▶ _Information given_:
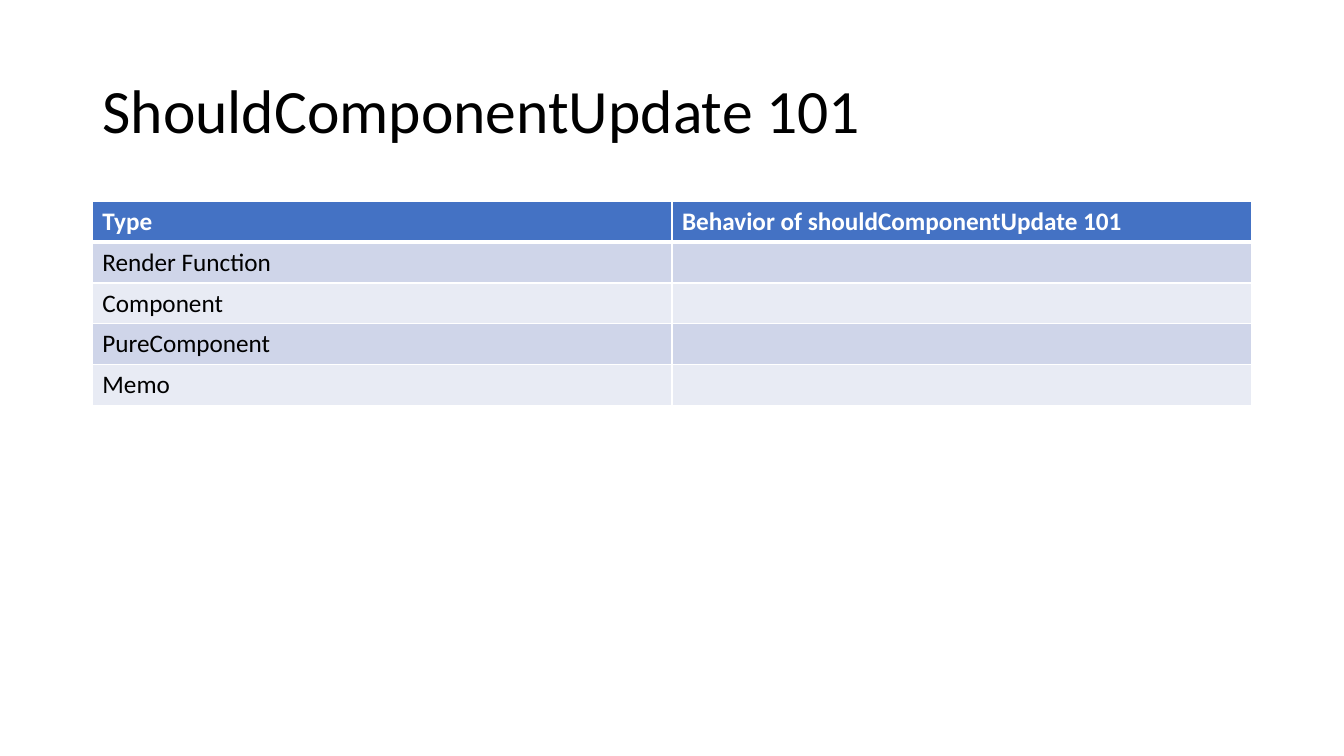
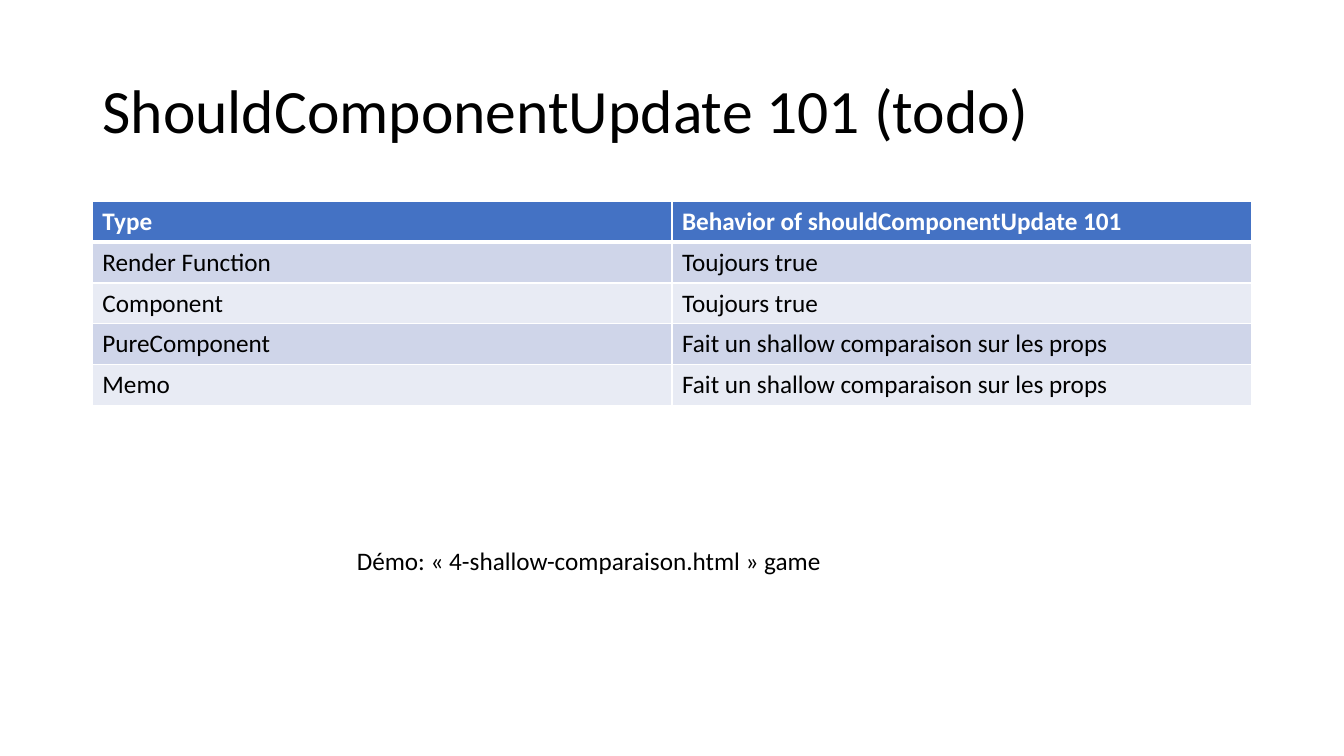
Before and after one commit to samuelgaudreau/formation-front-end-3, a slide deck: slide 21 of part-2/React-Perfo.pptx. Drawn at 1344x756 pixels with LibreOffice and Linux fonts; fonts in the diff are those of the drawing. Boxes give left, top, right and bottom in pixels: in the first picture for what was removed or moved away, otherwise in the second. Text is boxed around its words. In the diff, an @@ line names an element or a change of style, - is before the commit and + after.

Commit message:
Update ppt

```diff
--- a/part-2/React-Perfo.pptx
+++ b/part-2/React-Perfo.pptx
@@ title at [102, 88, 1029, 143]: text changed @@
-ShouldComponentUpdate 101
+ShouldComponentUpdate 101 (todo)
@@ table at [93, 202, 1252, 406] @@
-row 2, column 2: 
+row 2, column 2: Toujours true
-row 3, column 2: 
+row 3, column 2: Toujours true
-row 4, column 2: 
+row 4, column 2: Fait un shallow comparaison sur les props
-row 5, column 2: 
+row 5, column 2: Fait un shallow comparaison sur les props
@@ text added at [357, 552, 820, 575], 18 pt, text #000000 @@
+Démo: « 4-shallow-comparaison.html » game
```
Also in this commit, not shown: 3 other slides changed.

▶ _Aim of the task_: Word for word, repeat the lines of data above, omitting every picture.

▶ _Result for this task_:
Before and after one commit to samuelgaudreau/formation-front-end-3, a slide deck: slide 21 of part-2/React-Perfo.pptx. Drawn at 1344x756 pixels with LibreOffice and Linux fonts; fonts in the diff are those of the drawing. Boxes give left, top, right and bottom in pixels: in the first picture for what was removed or moved away, otherwise in the second. Text is boxed around its words. In the diff, an @@ line names an element or a change of style, - is before the commit and + after.

Commit message:
Update ppt

```diff
--- a/part-2/React-Perfo.pptx
+++ b/part-2/React-Perfo.pptx
@@ title at [102, 88, 1029, 143]: text changed @@
-ShouldComponentUpdate 101
+ShouldComponentUpdate 101 (todo)
@@ table at [93, 202, 1252, 406] @@
-row 2, column 2: 
+row 2, column 2: Toujours true
-row 3, column 2: 
+row 3, column 2: Toujours true
-row 4, column 2: 
+row 4, column 2: Fait un shallow comparaison sur les props
-row 5, column 2: 
+row 5, column 2: Fait un shallow comparaison sur les props
@@ text added at [357, 552, 820, 575], 18 pt, text #000000 @@
+Démo: « 4-shallow-comparaison.html » game
```
Also in this commit, not shown: 3 other slides changed.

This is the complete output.